Where does the string "below" appear in the records? Copy every line that contains it.

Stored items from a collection
******

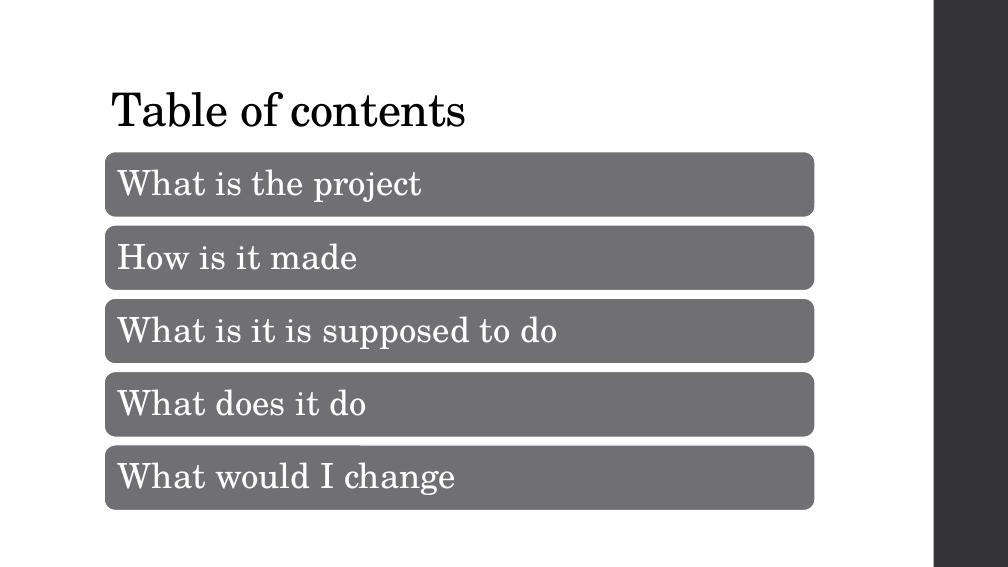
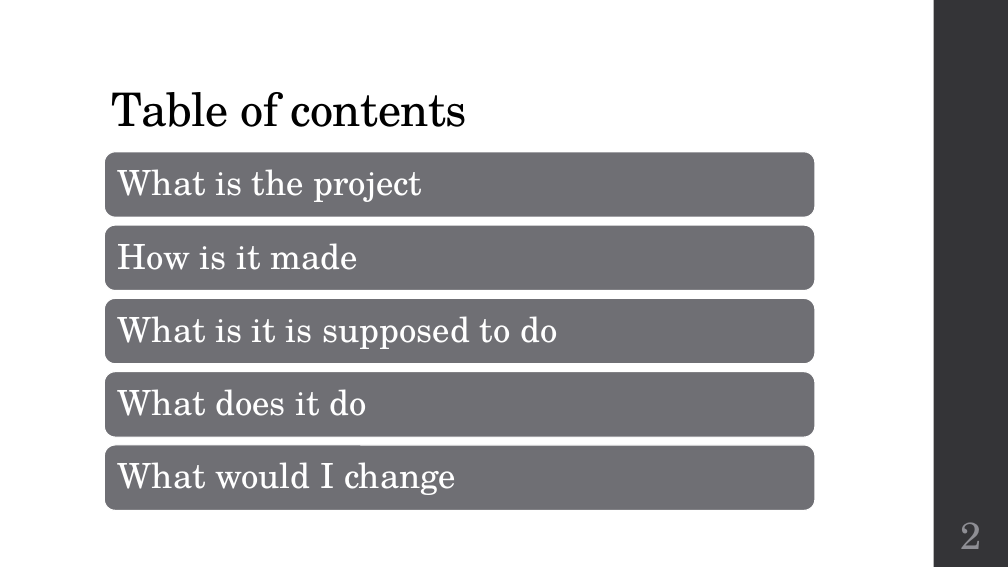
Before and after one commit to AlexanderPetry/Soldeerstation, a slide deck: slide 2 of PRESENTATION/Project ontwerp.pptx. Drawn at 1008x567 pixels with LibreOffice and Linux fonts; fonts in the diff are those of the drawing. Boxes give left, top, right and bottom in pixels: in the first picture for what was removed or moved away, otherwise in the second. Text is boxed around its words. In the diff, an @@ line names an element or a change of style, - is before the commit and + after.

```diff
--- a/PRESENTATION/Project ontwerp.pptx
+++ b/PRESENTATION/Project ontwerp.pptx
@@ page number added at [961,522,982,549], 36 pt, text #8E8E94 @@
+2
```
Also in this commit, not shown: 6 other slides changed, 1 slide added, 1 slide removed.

******

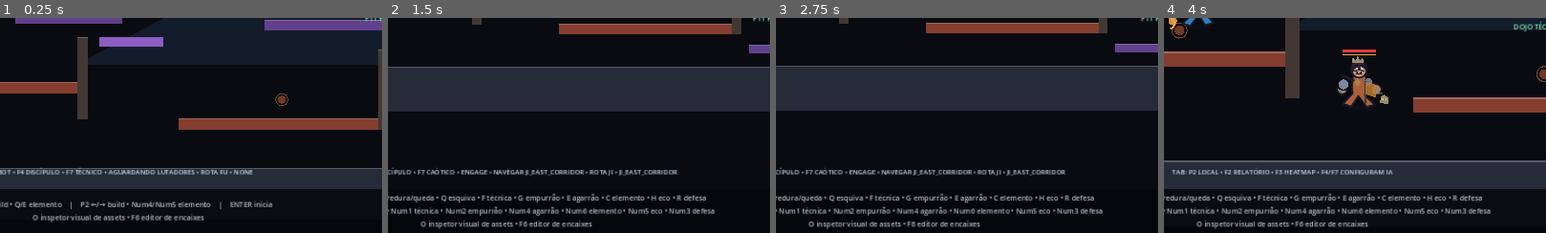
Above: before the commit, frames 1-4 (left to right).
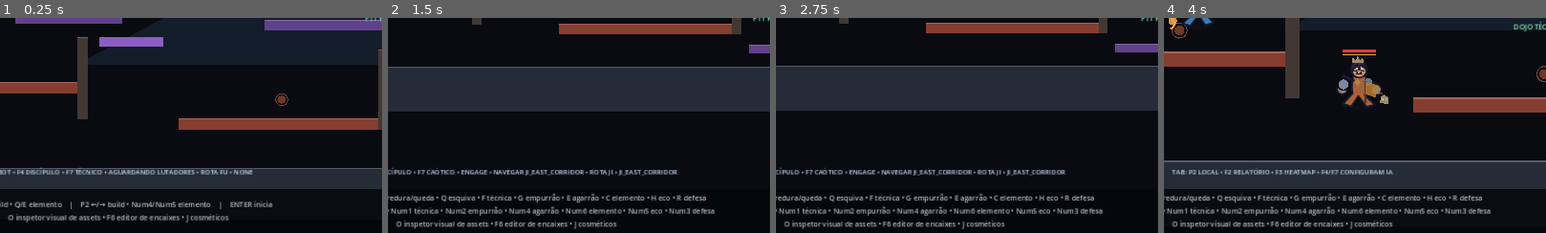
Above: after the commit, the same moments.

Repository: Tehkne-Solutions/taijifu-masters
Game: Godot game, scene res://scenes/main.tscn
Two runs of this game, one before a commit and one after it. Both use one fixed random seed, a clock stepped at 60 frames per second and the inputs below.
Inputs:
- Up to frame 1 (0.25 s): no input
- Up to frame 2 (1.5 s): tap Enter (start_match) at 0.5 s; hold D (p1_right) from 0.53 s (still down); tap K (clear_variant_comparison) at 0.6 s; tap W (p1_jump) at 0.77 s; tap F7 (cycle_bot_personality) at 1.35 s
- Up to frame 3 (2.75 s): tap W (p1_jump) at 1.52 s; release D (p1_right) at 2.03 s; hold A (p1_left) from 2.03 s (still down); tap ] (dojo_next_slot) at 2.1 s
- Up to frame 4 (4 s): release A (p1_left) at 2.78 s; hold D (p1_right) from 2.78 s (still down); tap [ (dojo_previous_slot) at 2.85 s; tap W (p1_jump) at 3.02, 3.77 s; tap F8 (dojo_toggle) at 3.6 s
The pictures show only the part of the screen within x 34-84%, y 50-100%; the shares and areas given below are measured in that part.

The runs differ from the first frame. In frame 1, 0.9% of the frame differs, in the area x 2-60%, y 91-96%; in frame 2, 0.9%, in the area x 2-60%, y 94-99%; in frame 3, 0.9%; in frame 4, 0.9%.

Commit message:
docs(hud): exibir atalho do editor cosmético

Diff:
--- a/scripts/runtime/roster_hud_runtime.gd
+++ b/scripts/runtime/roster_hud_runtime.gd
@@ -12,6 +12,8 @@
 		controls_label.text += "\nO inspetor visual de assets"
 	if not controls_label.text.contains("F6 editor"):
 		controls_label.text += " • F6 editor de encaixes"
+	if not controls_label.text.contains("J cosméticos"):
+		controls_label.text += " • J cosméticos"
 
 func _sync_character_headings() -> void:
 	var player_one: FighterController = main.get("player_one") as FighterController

******

EXPECTED ANSWER
Two runs of this game, one before a commit and one after it. Both use one fixed random seed, a clock stepped at 60 frames per second and the inputs below.
The pictures show only the part of the screen within x 34-84%, y 50-100%; the shares and areas given below are measured in that part.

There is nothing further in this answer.